Im Rennen der Frauen stieg die Cross- und Halbmarathon-Weltmeisterin Lornah Kiplagat (Kenia) kurz nach der Halbmarathonmarke aus. Dadurch war der Weg frei für die Äthiopierin Berhane Adere, die im Oktober den Chicago-Marathon gewonnen hatte. Für ihren Erfolg in der Kursrekordzeit von 2:22:42 Stunden erhielt auch sie ein Sieggeld von einer Viertelmillion Dollar. Hier belegten ihre Landsfrauen Bezunesh Bekele (2:23:09) und Askale Tafa (2:23:23) die nächsten Ränge.
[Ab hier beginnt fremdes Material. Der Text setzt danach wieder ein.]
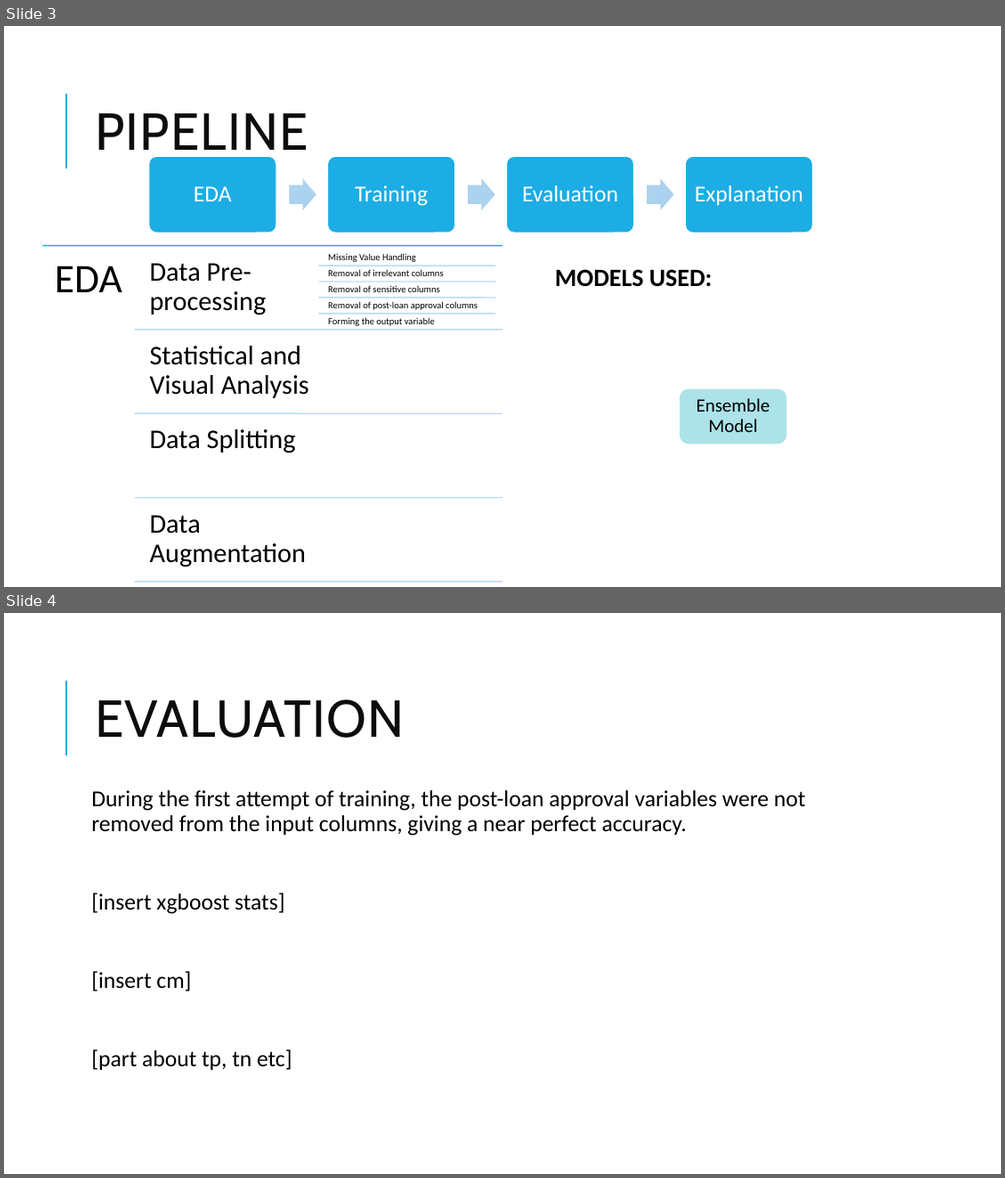
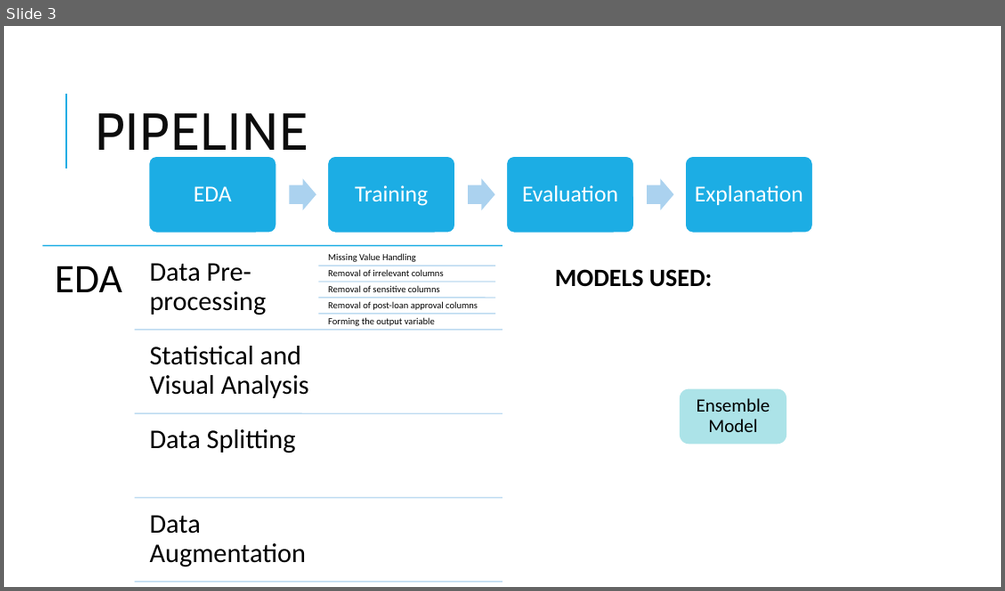
Before and after one commit to unnati026/JPMC-Case-Study, a slide deck: JPMC CCB Risk Modelling Case Study.pptx. Shown one above the other, each under a label of ours: slides 3 and 4 before the commit, slide 3 after it. The pictures are 1005x1178 and 1005x591 pixels, drawn with LibreOffice and Linux fonts; fonts in the diff are those of the drawing. Boxes give left, top, right and bottom in pixels: in the first picture for what was removed or moved away, otherwise in the second. Text is boxed around its words. In the diff, an @@ line names an element or a change of style, - is before the commit and + after.

```diff
--- a/JPMC CCB Risk Modelling Case Study.pptx
+++ b/JPMC CCB Risk Modelling Case Study.pptx
@@ slide 4 removed at [4,613,1001,1174], background #FFFFFF; not listed: 1 template element that a slide beside it also shows @@
@@ title removed at [95,699,404,738] @@
-EVALUATION
@@ text removed at [91,790,806,1070] @@
-During the first attempt of training, the post-loan approval variables were not removed from the input columns, giving a near perfect accuracy.
-[insert xgboost stats]
-[insert cm]
-[part about tp, tn etc]
```
Also in this commit, not shown: 1 slide changed, 3 slides added, 1 other slide removed, 1 other file.

Mit großer Spannung wartete in den frühen Morgenstunden in Berlin der Race-Direktor des Berlin-Marathons, Mark Milde, auf die Zwischenzeiten und Ergebnisse, die er per SMS aus Dubai erhielt. “Ich war angespannt, denn es war mir klar, dass dies von Haile ein absolut ernsthafter Rekordversuch war. Meine Hoffnung war, dass das Wetter schlecht sein könnte oder dass Haile zu schnell anläuft – letzteres ist dann passiert, wie mir die Zwischenzeiten zeigen“, erklärte Mark Milde, der aber auch hinzufügte: „Mir ist natürlich bewusst, dass Rekorde da sind, um gebrochen zu werden. Aber jetzt bin ich erst einmal froh, dass unser Rekord noch steht.“

Dennoch: Der Dubai-Marathon hat sich am Freitag früh unter den schnellsten Rennen der Welt etabliert. Und mittelfristig ist es durchaus denkbar, dass in den Vereinigten Arabischen Emiraten der Weltrekord fällt. „Wir haben mit diesem Rennen heute den bisher größten Schritt nach vorne gemacht“, erklärte der englische Race-Direktor des Laufes, Peter Connerton.